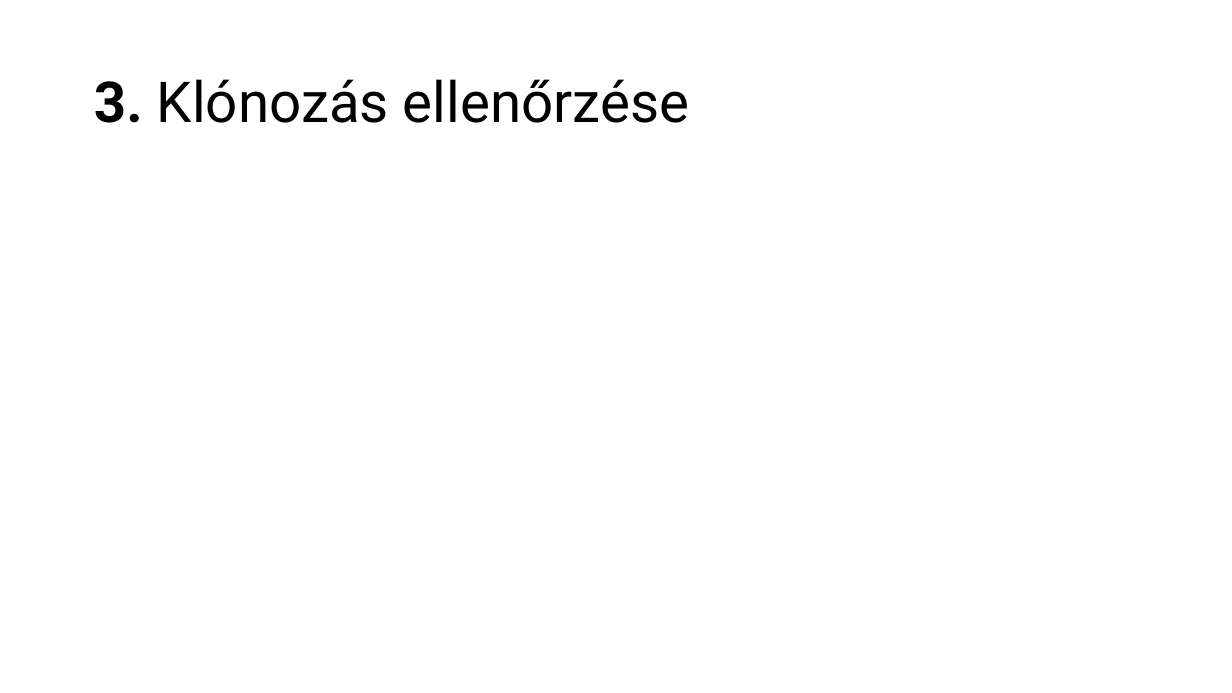
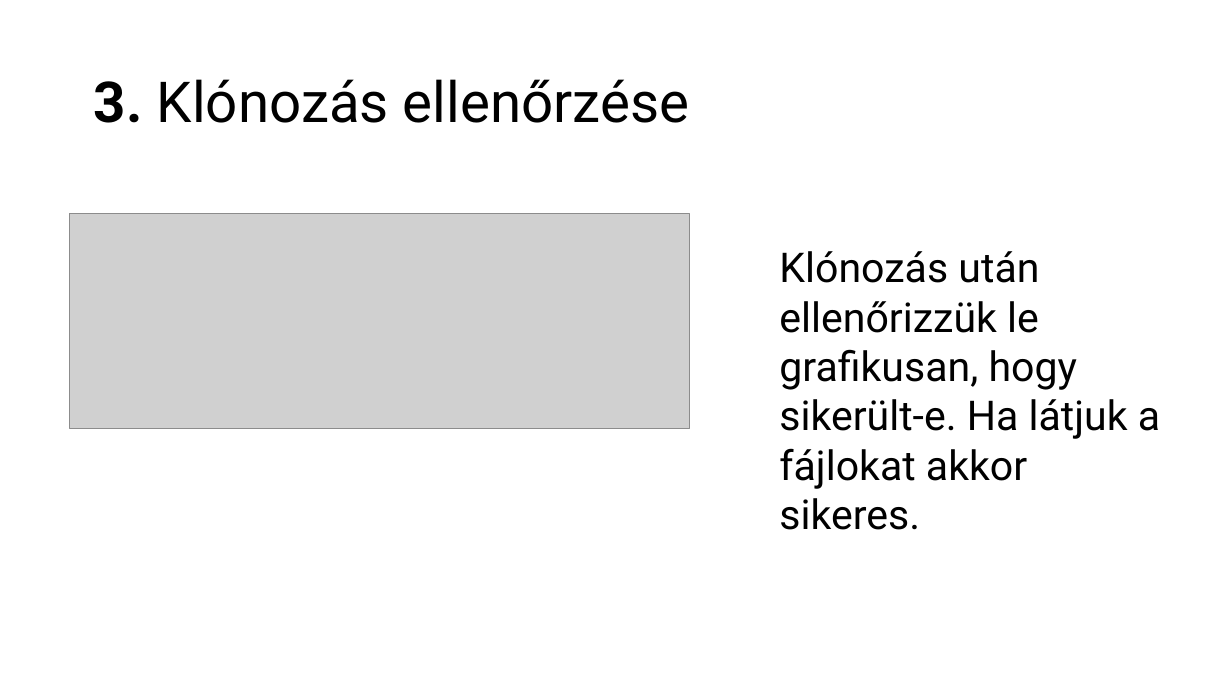
Before and after one commit to BognarBalint/Ikt_Projektmunka_2024-2025_Bogn-r_Roli_Kimi, a slide deck: slide 6 of Git_használat.pptx. Drawn at 1232x693 pixels with LibreOffice and Linux fonts; fonts in the diff are those of the drawing; grey boxes stand for pictures. Boxes give left, top, right and bottom in pixels: in the first picture for what was removed or moved away, otherwise in the second. Text is boxed around its words. In the diff, an @@ line names an element or a change of style, - is before the commit and + after.

Commit message:
3.0

```diff
--- a/Git_használat.pptx
+++ b/Git_használat.pptx
@@ picture added at [69, 213, 689, 428] @@
@@ text added at [779, 251, 1160, 489], 32 pt, text #000000 @@
+Klónozás után ellenőrizzük le grafikusan, hogy sikerült-e. Ha látjuk a fájlokat akkor sikeres.
```
Also in this commit, not shown: 3 other slides changed.

DESCRIPTION OF THE TASK: Return all lines of the material that have "added" in them.

RESPONSE TO THIS EXERCISE:
@@ picture added at [69, 213, 689, 428] @@
@@ text added at [779, 251, 1160, 489], 32 pt, text #000000 @@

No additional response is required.